Tuesday, February 8, 2011

moments later…

Well, i’m borrowing that title from one of my currently-favourite TV show, Pretty Little Liars. (Yeah, i’m that cheesy, watching such teenage drama.)

It’s February now. It’s been a year since I left my previous job, and moved on with something else, somewhere else. I have been doing a totally different thing from what I used to do, with totally different set of people, different kind of craziness.

I’d be a big fat liar if i say i am happy with where I am now. But then, it’s not that I am unhappy either. It reminds me of a quote from Desperate housewives, “the opposite of love isn’t hate, it’s indifference. If I hate you, that means I still care”. Relatable?

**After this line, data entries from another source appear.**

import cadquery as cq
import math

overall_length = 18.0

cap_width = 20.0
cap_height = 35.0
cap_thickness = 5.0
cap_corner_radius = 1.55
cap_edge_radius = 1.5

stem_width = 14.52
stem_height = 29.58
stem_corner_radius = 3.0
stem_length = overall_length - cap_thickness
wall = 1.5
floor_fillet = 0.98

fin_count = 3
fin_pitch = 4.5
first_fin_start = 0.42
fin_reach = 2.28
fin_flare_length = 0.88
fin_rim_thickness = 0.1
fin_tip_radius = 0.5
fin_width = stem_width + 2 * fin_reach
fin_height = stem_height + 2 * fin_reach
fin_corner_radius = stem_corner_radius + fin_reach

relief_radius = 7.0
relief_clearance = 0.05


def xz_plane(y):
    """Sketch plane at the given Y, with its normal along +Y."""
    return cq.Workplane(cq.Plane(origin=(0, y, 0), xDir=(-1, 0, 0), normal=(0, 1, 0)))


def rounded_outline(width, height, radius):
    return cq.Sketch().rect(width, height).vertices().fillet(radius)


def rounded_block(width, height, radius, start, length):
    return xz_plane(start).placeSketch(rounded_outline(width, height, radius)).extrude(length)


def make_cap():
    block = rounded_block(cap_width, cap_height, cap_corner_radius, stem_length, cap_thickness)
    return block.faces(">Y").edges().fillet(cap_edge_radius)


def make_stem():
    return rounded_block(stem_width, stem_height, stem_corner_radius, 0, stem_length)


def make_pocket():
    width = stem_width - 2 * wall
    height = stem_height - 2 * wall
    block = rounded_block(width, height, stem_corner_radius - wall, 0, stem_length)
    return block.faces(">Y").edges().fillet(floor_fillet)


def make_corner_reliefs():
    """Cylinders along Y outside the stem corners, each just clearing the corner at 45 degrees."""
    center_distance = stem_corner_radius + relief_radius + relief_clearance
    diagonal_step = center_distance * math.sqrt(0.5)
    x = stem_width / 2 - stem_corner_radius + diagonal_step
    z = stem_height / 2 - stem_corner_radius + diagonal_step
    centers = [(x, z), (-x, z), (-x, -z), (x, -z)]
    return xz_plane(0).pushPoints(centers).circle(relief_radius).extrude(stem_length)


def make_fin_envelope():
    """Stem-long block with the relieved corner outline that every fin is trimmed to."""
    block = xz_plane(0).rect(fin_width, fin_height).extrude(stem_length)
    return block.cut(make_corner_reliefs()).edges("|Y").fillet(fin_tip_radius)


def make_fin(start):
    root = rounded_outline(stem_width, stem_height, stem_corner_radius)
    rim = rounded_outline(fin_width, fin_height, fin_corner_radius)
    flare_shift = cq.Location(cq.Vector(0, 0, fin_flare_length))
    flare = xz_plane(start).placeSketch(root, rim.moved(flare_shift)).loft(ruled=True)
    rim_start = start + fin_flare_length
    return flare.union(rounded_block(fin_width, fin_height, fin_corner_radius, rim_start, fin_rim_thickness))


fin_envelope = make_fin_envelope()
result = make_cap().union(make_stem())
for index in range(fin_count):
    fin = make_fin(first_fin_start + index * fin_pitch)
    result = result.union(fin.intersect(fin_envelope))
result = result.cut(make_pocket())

I am this close to feel “indifference” towards my current job. That means, I almost not care where it leads me. I am still the same lost soul, searching for my most coveted passion.

And what the hell is passion anyway? I can never produce any answer to that. Well, maybe if i have the answer, my life would not be so miserable as of now.

I want to be a writer. I want to write my own book. But I haven’t even started with a single word yet. Na-da.

I need something to drive me. I have been waiting for that something to finally push me, or take me away from this mundane life. Why am i so not independent? Why do I am always need to rely on something, or someone?

I’ve figured this one actually. I’ve done the math. I was running away from any kind of situation that requires me to be the one in charged! All my life, in my family, I have been the one being “up there”. You know, the person being look up, depend upon, bla bla. And of course, like any other thing that fail in my life, i blamed it on my dearly departed father. (No, he’s not dead, he just left us. And yes, I still love him, as my father, and as a daughter should love her father. Whatever that is.)

So since I've used up all my energy being the one in the front seat, I put all that remains of me being hopeful toward others. I always need someone, or something to help me out. Otherwise, I will let myself drown that pool, full of shit.

I know its a bad thing, and i swear I am working on it at the moment. It’s just, it isn't easy to change what you have been comfortably wear for years.

I wish, and hope for something good to happen in the future.